Goal of the exercise. Find each line below containing the word "after" and copy it.

[Stored entries]
====

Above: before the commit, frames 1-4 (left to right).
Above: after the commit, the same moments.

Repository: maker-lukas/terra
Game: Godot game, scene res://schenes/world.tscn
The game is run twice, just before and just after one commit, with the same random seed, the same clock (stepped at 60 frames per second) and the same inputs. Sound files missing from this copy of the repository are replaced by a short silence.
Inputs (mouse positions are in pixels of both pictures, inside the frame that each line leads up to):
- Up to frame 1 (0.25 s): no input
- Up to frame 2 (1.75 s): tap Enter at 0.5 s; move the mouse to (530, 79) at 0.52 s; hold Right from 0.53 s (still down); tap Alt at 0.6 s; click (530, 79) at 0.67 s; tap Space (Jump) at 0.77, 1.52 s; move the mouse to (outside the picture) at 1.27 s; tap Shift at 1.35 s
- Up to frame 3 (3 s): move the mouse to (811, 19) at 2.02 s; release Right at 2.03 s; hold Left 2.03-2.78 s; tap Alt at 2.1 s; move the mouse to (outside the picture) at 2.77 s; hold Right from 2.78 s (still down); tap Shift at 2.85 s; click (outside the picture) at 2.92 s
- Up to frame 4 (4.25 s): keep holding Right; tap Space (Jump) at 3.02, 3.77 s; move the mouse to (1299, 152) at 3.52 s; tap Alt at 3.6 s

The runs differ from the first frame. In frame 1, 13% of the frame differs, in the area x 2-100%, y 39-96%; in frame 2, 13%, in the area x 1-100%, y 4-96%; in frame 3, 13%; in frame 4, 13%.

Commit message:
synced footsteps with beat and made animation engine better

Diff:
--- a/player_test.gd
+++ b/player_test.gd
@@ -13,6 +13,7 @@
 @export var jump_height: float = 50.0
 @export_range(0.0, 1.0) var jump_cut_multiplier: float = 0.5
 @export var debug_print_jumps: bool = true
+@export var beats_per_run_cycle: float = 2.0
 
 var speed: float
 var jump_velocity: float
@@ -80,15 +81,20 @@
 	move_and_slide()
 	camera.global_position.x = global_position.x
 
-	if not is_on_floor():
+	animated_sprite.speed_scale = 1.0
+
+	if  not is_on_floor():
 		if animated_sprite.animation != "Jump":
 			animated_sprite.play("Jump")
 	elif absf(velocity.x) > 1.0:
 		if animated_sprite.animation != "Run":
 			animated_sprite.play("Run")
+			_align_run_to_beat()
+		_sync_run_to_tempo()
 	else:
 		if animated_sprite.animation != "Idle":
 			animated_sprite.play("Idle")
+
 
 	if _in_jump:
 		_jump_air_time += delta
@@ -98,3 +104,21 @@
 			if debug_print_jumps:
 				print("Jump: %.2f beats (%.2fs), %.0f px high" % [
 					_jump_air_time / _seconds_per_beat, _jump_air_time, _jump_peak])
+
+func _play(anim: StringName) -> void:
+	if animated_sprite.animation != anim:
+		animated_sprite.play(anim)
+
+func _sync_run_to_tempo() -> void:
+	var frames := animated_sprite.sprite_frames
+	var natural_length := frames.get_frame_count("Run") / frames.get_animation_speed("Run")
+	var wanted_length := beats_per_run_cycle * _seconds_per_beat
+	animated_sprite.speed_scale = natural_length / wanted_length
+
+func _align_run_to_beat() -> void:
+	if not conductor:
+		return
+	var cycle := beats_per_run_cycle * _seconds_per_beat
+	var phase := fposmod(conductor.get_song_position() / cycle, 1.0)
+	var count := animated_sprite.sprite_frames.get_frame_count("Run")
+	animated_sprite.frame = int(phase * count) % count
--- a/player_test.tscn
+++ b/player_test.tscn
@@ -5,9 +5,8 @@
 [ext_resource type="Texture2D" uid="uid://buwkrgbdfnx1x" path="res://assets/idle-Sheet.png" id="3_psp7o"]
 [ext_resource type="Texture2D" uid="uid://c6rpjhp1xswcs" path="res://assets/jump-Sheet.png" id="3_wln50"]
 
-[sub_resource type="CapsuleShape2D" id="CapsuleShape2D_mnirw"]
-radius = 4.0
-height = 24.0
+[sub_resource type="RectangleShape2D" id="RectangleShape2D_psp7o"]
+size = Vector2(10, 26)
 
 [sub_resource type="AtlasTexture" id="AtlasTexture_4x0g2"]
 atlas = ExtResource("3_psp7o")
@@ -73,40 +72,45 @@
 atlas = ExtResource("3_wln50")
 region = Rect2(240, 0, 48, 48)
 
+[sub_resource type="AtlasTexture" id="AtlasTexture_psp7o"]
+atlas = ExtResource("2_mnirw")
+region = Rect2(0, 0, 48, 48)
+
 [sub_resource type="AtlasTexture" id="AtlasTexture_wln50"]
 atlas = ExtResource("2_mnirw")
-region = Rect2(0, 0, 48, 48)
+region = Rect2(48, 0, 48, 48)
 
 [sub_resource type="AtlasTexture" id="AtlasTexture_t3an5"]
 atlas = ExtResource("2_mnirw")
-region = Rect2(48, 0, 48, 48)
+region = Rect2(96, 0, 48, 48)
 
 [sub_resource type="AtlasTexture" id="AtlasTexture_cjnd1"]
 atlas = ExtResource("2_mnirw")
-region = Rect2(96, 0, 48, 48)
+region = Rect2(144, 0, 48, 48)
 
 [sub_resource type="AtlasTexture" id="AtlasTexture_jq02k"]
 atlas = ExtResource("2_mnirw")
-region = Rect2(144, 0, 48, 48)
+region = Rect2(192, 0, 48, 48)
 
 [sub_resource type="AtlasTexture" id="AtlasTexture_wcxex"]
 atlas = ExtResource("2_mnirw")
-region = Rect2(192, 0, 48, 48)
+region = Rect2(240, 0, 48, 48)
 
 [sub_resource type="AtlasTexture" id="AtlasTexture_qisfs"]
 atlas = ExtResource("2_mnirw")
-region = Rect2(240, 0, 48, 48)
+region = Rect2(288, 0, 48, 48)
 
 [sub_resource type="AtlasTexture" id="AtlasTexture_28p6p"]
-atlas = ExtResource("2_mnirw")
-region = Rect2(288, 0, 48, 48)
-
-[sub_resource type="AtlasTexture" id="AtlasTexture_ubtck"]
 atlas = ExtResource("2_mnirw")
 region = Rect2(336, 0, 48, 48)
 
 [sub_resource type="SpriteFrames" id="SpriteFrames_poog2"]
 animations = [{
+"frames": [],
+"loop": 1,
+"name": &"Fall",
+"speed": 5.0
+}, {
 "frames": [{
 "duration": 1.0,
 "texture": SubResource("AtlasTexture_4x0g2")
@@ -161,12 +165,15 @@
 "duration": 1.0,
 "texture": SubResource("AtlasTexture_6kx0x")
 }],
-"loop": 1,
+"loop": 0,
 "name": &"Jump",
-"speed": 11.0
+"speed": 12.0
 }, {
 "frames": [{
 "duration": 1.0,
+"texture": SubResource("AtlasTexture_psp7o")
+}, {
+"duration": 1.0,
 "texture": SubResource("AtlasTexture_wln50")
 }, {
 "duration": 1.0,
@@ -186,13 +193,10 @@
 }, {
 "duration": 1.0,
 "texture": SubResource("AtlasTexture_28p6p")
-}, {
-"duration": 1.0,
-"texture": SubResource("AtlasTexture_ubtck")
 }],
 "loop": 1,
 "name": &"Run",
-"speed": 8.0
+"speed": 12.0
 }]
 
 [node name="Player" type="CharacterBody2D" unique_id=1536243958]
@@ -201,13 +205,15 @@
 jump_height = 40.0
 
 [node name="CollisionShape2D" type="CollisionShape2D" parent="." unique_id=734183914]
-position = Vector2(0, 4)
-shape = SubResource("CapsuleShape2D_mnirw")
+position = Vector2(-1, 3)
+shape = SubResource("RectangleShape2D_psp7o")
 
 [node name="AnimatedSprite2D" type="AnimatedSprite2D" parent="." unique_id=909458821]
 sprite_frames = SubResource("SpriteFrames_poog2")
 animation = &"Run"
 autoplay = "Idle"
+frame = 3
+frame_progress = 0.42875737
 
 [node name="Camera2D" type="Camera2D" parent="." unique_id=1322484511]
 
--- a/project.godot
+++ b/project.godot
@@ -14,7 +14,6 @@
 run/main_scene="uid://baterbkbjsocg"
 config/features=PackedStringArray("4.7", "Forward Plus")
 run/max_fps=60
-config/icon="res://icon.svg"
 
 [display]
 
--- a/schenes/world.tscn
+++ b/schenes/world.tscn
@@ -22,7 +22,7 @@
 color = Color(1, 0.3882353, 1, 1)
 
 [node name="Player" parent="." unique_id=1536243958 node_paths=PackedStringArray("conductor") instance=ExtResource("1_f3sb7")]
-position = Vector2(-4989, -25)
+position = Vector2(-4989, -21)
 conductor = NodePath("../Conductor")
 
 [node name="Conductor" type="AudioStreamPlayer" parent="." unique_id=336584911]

====

The completed task.
Above: after the commit, the same moments.
The game is run twice, just before and just after one commit, with the same random seed, the same clock (stepped at 60 frames per second) and the same inputs. Sound files missing from this copy of the repository are replaced by a short silence.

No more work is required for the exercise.